Both families are totally brilliant in the support they provide but you are right I don't get much time for myself. Most the time losing Anne is like a dull ache, a few times a year it is much worse than that (January is the worst month, her birthday, our wedding day and the day she died are within 18 days) and just once in while I have a really bad day. But you have to play the cards you have been dealt don't you.

OP posts:
BeehiveBaby · 20/10/2009 20:55

If someone hasn't said, a covered bin for the loo is a good idea. I was a daughter of a single dad who asked me 'how are the waterworks' every morning!

Ozziegirly · 21/10/2009 00:49

It really sounds like you're doing a great job. Teenagers are a pretty secretive bunch about things like periods, I know I was. I have no idea why, looking back!

It sounds like you handled it really well though.

I think giving her a bit of extra pocket money, and maybe just saying in passing, perhaps when she's just off to bed "you know, if there's anything you ever want to talk about, or ask, you can always come to më, but I won't be offended if you don't want to", will make her feel reassured and safe if she does want to ask about this kind of stuff.

loneparent · 21/10/2009 18:51

Two things have happened in our Father Daughter relationship. One was happy but one was somewhat poignant. She popped some toiletries, little white toiletries, into the supermarket trolly during our shopping expedition. This is the first time she has done this with me present and I am feeling rather pleased with myself.
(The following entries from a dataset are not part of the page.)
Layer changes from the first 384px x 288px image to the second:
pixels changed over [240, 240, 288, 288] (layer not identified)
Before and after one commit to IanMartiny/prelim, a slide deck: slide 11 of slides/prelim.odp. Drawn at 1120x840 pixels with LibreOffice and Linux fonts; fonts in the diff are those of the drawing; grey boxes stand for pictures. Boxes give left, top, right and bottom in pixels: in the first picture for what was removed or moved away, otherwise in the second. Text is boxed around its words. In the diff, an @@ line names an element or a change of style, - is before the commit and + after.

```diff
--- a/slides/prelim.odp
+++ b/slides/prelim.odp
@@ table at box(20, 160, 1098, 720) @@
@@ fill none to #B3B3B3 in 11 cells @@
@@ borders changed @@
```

On the way home she said in a thoughtful voice ?Sometimes I can hardly remember Mum.? This is so sad, I want her to remember her Mum forever. I hope she doesn?t know how that made me feel.

OP posts:
posieparker · 21/10/2009 18:57

You've brought a tear to my eye loneparent, I'm sure you're doing a great job. I couldn't even buy tampax in my twenties without being very embarrassed and I had my first period at ten!!! So you've achieved something on your own that my two parents could not.
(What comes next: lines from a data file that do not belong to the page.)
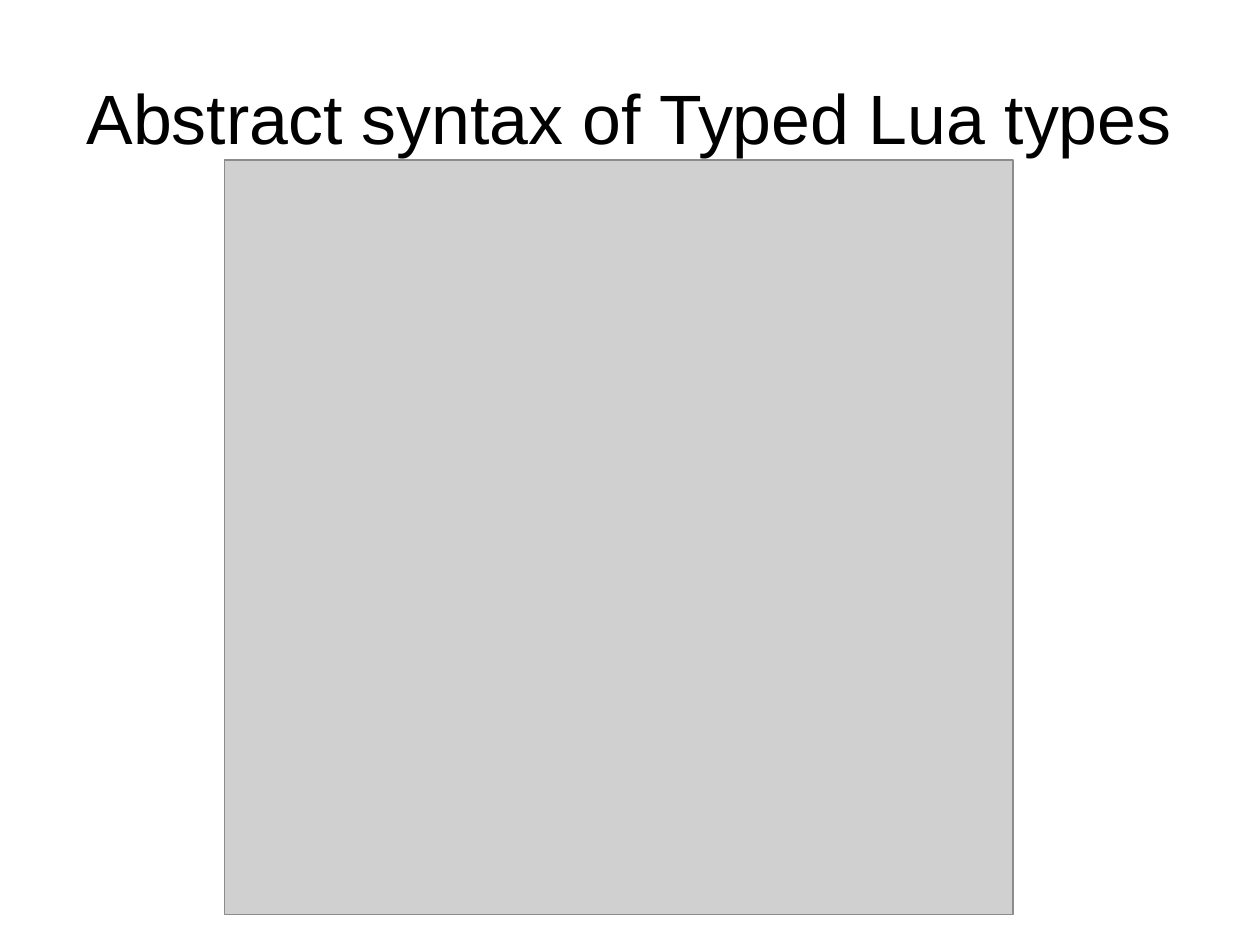
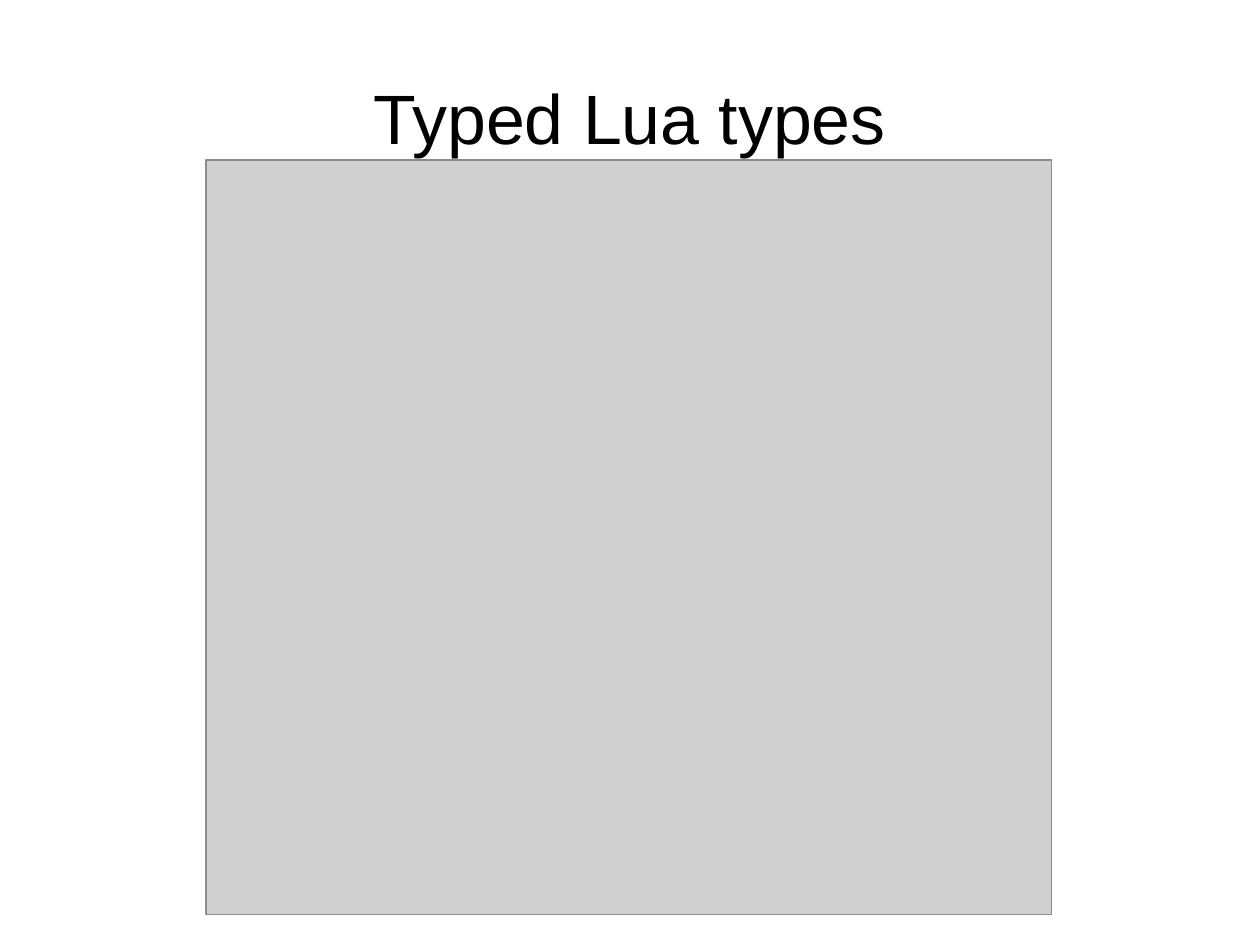
Before and after one commit to andremm/typedlua, a slide deck: slide 7 of doc/slides/dyla2014.odp. Drawn at 1260x945 pixels with LibreOffice and Linux fonts; fonts in the diff are those of the drawing; grey boxes stand for pictures. Boxes give left, top, right and bottom in pixels: in the first picture for what was removed or moved away, otherwise in the second. Text is boxed around its words. In the diff, an @@ line names an element or a change of style, - is before the commit and + after.

```diff
--- a/doc/slides/dyla2014.odp
+++ b/doc/slides/dyla2014.odp
@@ title at box(373, 93, 886, 157): text changed @@
-Abstract syntax of Typed Lua types
+Typed Lua types
@@ picture: place and size @@
-picture at box(224, 160, 1013, 915)
+picture at box(206, 160, 1052, 915)
```
Also in this commit, not shown: 14 other slides changed.

Perhaps you and her could start a photo album with comments and stories about your wife? Just a thought, I have no experience with this.

louii · 21/10/2009 19:05

Thats great that she is able to put them in the trolley, you sound like a fantastic dad and are doing a great job.

My dad was great about things like that, i used to tell him what tampons to get me when he went shopping, neither of us were embarrassed about it.

moondog · 21/10/2009 19:17

You sound like a lovely man LP.
How lucky your children are to have you.
Your wife would be happy knowing her babies are in such safe sensitive hands.

hatwoman · 21/10/2009 20:24

LP - great development on the shopping. well done. and the comment about her mum - of course that's really sad for you to hear that - but take it as another compliment to the strength of your relationship - she felt able to say that to you, in her own way it was a form of opening up to you. it must have been on her mind - and she shared it with you. I too don't have any relevant experience but agree that perhaps she'd like to talk to you about happy memories, look at photos etc. keep up the good work lp - you're doing a great job.